It feels like so long ago since I graduated from university to make games.
My first memory of the beginning is a much simpler time; when the world
began its mission to support the environment instead of destroying it day after day. As the rain begins to fall here in the New Rhacotian Plain, I can remember when I realised that my talents were better spent elsewhere. It was 2010 as the Global Recession still infiltrated every corner of society, impacting the interests of both top executives and graduate like myself.
Thousands were jobless, hundreds were destitute and decades-old businesses
were hanging on to what precious money they had to stay afloat. The funding of a mere fifty billion pounds to undo the growing crisis was laughable by most of us, but when people aren’t allowed to make policy to governments, what can you do?
Even back then we knew the Polar Ice Caps were melting faster than we
could compensate and, yet, so many still could not accept we were heading towards disaster. New opportunities arose as countries turned inwards, scrambling to find the most efficient technologies they had to remove a dependency on fossil fuels. I was trying to secure a patent for a new solar system at the time, when I thought a new conglomerate like Enki might be an excellent way to help expand humanitarian support into multiple areas with the ideas I had.
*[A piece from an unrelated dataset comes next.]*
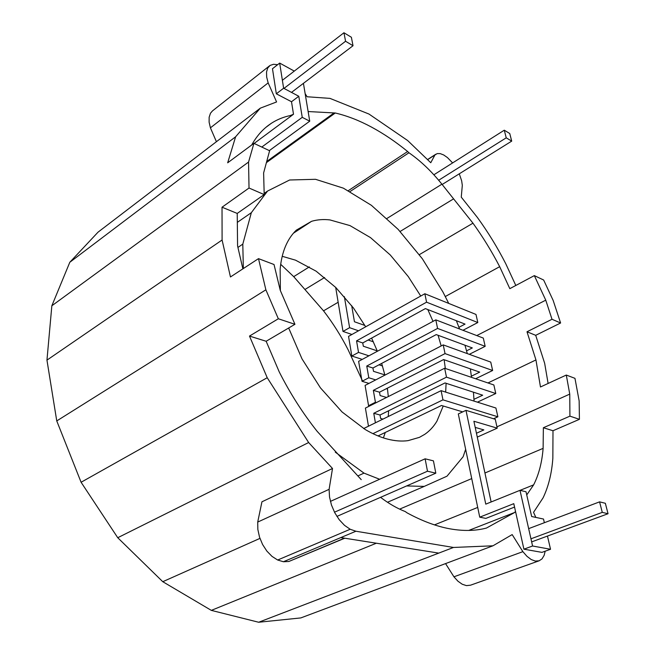 <?xml version="1.0" encoding="UTF-8"?>
<svg xmlns="http://www.w3.org/2000/svg" width="655" height="655" viewBox="0 0 655 655"><rect width="100%" height="100%" fill="white"/><g stroke="black" fill="none" stroke-linecap="round" stroke-linejoin="round"><path stroke-width="0.98" d="M294.283 71.1L279.677 63.077L272.48 68.734L276.32 93.812L291.508 101.738L293.505 114.248L254.124 143.445M261.795 147.064L302.242 117.343L298.795 96.269L291.508 101.738M279.677 63.077L283.623 88.22L298.795 96.269M269.32 150.609L309.733 121.191L302.242 117.343M309.733 121.191L303.429 83.341M276.32 93.812L283.623 88.22M484.937 473L543.118 448.364L543.363 427.731L569.924 416.154L569.752 394.113L566.297 375.053L540.473 386.982L535.954 359.931L526.997 331.774L552.009 319.272L545.754 300.162L534.333 275.616L509.819 288.659L499.675 266.675C491.766 251.43 482.866 236.938 472.967 223.183L441.904 184.178C431.481 171.242 420.494 160.77 408.949 152.762L407.631 151.51C395.776 141.832 383.74 133.702 371.524 127.103C359.308 120.528 347.232 115.82 335.286 112.996L308.128 111.547M515.812 285.474L505.775 263.76C497.432 247.434 487.95 231.976 477.323 217.37L461.267 197.139L462.307 185.34L461.66 180.796L459.278 173.821M305.14 93.624L307.089 96.76L329.964 98.381L368.978 114.052L407.656 140.538L430.761 162.727L434.953 154.94L437.229 153.597L440.217 153.614L443.689 154.965L447.422 157.56L452.621 162.915M260.33 108.149L98.029 232.173L69.807 262.278L235.62 136.78L260.33 108.149L276.582 101.951L268.157 82.89L266.683 77.093L266.528 72.034L267.698 68.046L270.097 65.41L273.544 64.288L277.622 64.689M235.62 136.78L227.67 162.808L253.919 143.347L248.556 162.055L249.023 188.026L264.194 194.592L263.621 172.936L269.606 150.748L253.919 143.347M293.505 114.248L290.247 115.575C283.427 116.991 277.114 119.562 271.326 123.304L268.485 125.293C261.869 130.214 256.277 136.78 251.708 144.984M216.412 141.701L210.419 127.831L268.157 82.89M210.419 127.831L209.117 122.198L209.15 117.212L210.492 113.217L212.482 110.9L269.565 65.795M427.6 159.689L434.953 154.94M69.807 262.278L51.843 305.779L248.556 162.055M51.843 305.779L46.955 360.135L222.094 240L230.454 276.967L258.496 258.643L265.873 289.805L278.334 318.764L294.938 324.307L280.258 290.337L274.027 264.514L258.496 258.643M249.023 188.026L222.029 207.217L222.094 240M46.955 360.135L56.756 420.928L265.873 289.805M56.756 420.928L81.089 482.26L267.215 377.722L308.644 442.534L117.744 537.722L162.768 581.697L211.328 610.378L258.651 622.25L300.825 617.919L492.953 545.803L453.489 547.457L355.911 531.23L340.805 537.583L438.768 553.107L453.489 547.457M278.334 318.764L249.49 336.072L267.215 377.722M548.112 383.453L544.649 363.255L535.7 335.319L560.606 322.997L553.164 300.44L543.642 280.012L534.333 275.616M535.831 517.409L533.547 512.341L543.069 497.865C548.505 486.542 551.764 473.336 552.853 458.23L552.992 430.736L579.421 419.323L579.151 400.901L574.959 378.336L566.297 375.053M81.089 482.26L117.744 537.722M258.651 622.25L438.768 553.107M211.328 610.378L376.355 543.216M257.71 522.076L329.105 489.342L332.511 468.489L261.943 501.796L257.71 522.076L257.849 529.461L259.519 537.116L262.589 544.51L266.855 551.084L272.005 556.382L277.663 560.017L283.418 561.744L288.863 561.482L344.448 538.164M288.863 561.482L344.776 538.213M283.418 561.744L340.805 537.583M277.663 560.017L350.188 529.256L355.911 531.23M329.105 489.342L329.522 496.998L331.455 504.989L334.762 512.734L339.208 519.685L344.481 525.326L350.188 529.256M266.405 162.636L335.286 112.996M378.041 435.927L441.519 405.478L462.692 411.889M362.534 381.038L348.182 349.901C341.132 336.048 332.912 323.03 323.537 310.838L293.71 276.647L280.7 264.317M265.766 127.455L271.326 123.304M222.029 207.217L237.225 213.424L264.194 194.592M237.225 213.424L237.577 245.912L242.874 268.853M249.49 336.072L266.143 341.263L294.938 324.307M266.143 341.263L279.267 371.966C290.099 393.36 302.708 413.125 317.085 431.26L361.241 479.64M380.547 497.333C388.906 503.679 397.159 508.427 405.306 511.588L406.968 512.8C422.057 521.012 436.353 526.35 449.854 528.814C463.314 531.213 475.53 530.959 486.485 528.036L514.732 512.447L515.493 511.334L513.79 503.662L479.738 517.172L458.303 413.944L465.983 410.341L495.262 419.274L497.235 428.157L473.892 421.247L491.127 501.976M468.726 530.435L514.732 512.447M526.735 494.934L533.637 484.864C538.844 474.531 542.004 462.365 543.118 448.364M434.47 524.876L477.716 507.428M520.07 490.341L533.637 484.864M399.615 509.132L471.723 478.592M496.94 426.831L569.752 394.113M487.967 382.954L535.954 359.931M476.766 335.581L545.754 300.162M445.318 296.535L499.675 266.675M323.537 310.838L338.16 302.258M419.077 254.795L472.967 223.183M304.927 289.502L324.618 277.499M399.951 231.567L453.596 198.858M349.5 191.915L408.949 152.762M293.71 276.647L309.34 266.896M386.401 218.811L441.904 184.178M347.903 190.932L407.631 151.51M526.997 331.774L535.7 335.319M514.552 507.085L485.863 518.4L479.738 517.172M544.362 522.715L543.511 519.047L531.663 516.525L526.014 491.758L519.996 490.325L532.581 546L550.536 549.275L547.465 536.068M476.455 433.242L483.849 429.909L475.211 427.396M477.282 437.106L497.235 428.157M493.559 418.758L497.874 416.793L442.968 399.853L441.102 390.658L363.64 428.567M442.968 399.853L372.941 433.659M384.354 432.898L385.075 433.086M477.421 402.17L495.786 393.524L493.862 384.96L444.655 368.233L365.4 408.09L368.478 426.2M444.655 368.233L446.489 377.165L373.759 413.28L380.015 415.008L380.62 418.463L382.962 419.11M373.759 413.28L375.405 422.811M495.786 393.524L446.489 377.165M474.195 399.223L482.686 395.202L445.04 382.938L380.015 415.008M497.874 416.793L495.917 408.024L441.102 390.658M475.62 378.762L492.642 370.484L445.04 353.61L443.23 344.89L365.089 385.41L368.569 405.723L369.559 405.994M387.825 411.16L388.611 411.381M471.338 376.207L479.697 372.114L443.623 359.562L379.515 392.181L380.113 395.563L386.54 397.454M445.04 353.61L373.342 390.347L375.421 402.276L368.569 405.723M492.642 370.484L490.751 362.1L443.23 344.89M379.515 392.181L373.342 390.347M375.421 402.276L376.404 402.555M435.812 319.861L483.316 338.095L485.167 346.331L437.581 328.425L435.812 319.861L358.629 361.347L362.027 381.3L368.962 383.404M386.393 388.677L387.49 389.013M437.581 328.425L366.759 366.047L368.798 377.771L362.027 381.3M485.167 346.331L469.299 354.33M466.565 350.843L472.32 347.928L436.255 334.599L372.924 368.012L366.759 366.047M462.962 330.284L477.806 322.538L475.997 314.449L424.858 293.743L348.542 336.375L351.841 356.042L362.248 359.398M378.999 364.802L382.446 365.916M424.858 293.743L426.577 302.184L356.557 340.862L358.531 352.406L368.921 355.812M477.806 322.538L426.577 302.184M372.924 368.012L373.514 371.328L384.845 374.897M458.934 327.312L465.042 324.102L425.373 308.603L362.755 342.95L356.557 340.862M362.755 342.95L363.32 346.225L377.247 350.883M358.531 352.406L351.841 356.042M368.798 377.771L375.716 379.9M364.909 325.461L354.453 321.761L351.686 305.623M550.536 549.275L541.939 552.37L523.91 549.177L532.581 546M465.983 410.341L485.773 504.137L519.996 490.325M523.91 549.177L515.493 511.334M332.511 468.489L308.644 442.534M545.181 551.199L544.141 555.366L542.012 558.887L539.163 560.786L535.332 561.073L531.221 559.542L526.972 556.332L522.878 551.657L512.169 534.586L492.953 545.803M543.363 427.731L552.992 430.736M552.009 319.272L560.606 322.997M569.924 416.154L579.421 419.323M470.56 585.177L466.417 585.619L462.233 584.235L457.968 581.231L453.94 576.809L522.878 551.657M445.556 563.595L453.94 576.809M259.937 538.394L162.768 581.697M351.94 334.484L342.999 331.422L335.688 287.398M373.375 341.812L368.118 340.01M358.539 330.791L349.606 327.688L344.358 296.633M349.606 327.688L342.999 331.422M343.949 32.75L351.383 37.27L353.02 45.735L345.57 41.257L343.949 32.75L282.379 80.295M345.57 41.257L283.967 88.409M353.02 45.735L291.491 92.396M511.711 141.12L506.233 137.828L504.276 130.198L509.746 133.522L511.711 141.12L442.158 184.497M504.276 130.198L433.856 174.803M506.233 137.828L438.662 180.256M293.424 233.213L311.575 221.308L296.33 230.151C291.884 234.367 288.265 239.746 285.482 246.305C282.714 252.887 280.946 260.461 280.16 269.025L280.365 290.583M237.929 247.418L242.8 244.135L251.332 212.695L267.551 191.055L289.625 179.994L315.538 179.306L343.367 188.157L371.393 205.318L398.134 229.356L422.336 258.75L442.927 291.966L448.732 303.412M242.8 244.135L243.349 268.542M357.859 475.931L363.992 473.123L335.27 452.155M363.992 473.123L379.63 479.264M465.648 449.33L463.126 456.74L446.997 476.185L424.252 486.387L406.608 485.944M473.45 392.198L474.073 401.106M470.372 368.871L471.494 377.354M456.371 320.713L459.556 328.974M464.96 345.21L467.302 353.61M288.667 327.999L302.004 358.875L320.401 387.817L342.098 412.003L365.195 429.5C372.957 434.077 380.473 437.294 387.752 439.161C395.022 440.995 401.785 441.495 408.057 440.643L419.462 437.343L424.759 434.331C429.623 430.982 433.675 426.593 436.934 421.157L443.222 405.994M420.739 296.044L408.261 276.574L390.274 254.975L370.501 237.609L349.983 225.598L329.915 219.916C323.398 219.163 317.29 219.63 311.575 221.308M433.02 321.359L427.797 309.553M441.183 345.946L438.089 335.27M445.343 368.47L444.131 359.734M445.662 392.099L446.112 383.29M388.317 396.562L387.375 388.186M388.251 416.523L388.636 410.759M383.421 437.9L385.255 432.464M384.894 375.135L381.677 363.394M377.395 351.26L371.614 338.086M365.678 326.804L353.544 308.104L335.827 287.529L316.144 271.195L295.536 260.174L282.223 256.302M237.323 222.373L251.332 212.695M264.161 193.43L267.551 191.055M387.482 502.262L424.252 486.387M608.045 513.725L605.351 503.286L599.579 501.861L602.273 512.366L608.045 513.725L531.647 541.898M602.273 512.366L530.951 538.811M599.579 501.861L528.659 528.642M425.12 458.811L427.486 471.215L435.821 473.18L433.438 460.858L425.12 458.811L330.407 501.394M427.486 471.215L334.484 512.202M435.821 473.18L336.899 516.41M266.708 161.507L334.05 112.93M427.494 159.591L435.829 154.203M470.405 585.234L539.163 560.786"/></g></svg>

Establishing it in the Portsmouth Centre for Enterprise with one of my old teachers, Simon Brookes, it wasn’t so much a company as it was a coalition to bring people with experience from around the world together, in building projects that would benefit the Cradle of Life. The first prototype for the solar system was developed later that year; a generator meant to power a small settlement, using less material than one solar panel under mass-production for the DESERTEC Initiative. But the problem wasn’t just power. Sooner or later, food was going to be a huge issue in more developed regions of the globe and was already at breaking point in what was a massive, dusty place. What we needed was something that would get the world’s attention, to restore the pristine beauty to the 150 square miles of now-lush farm and woodland.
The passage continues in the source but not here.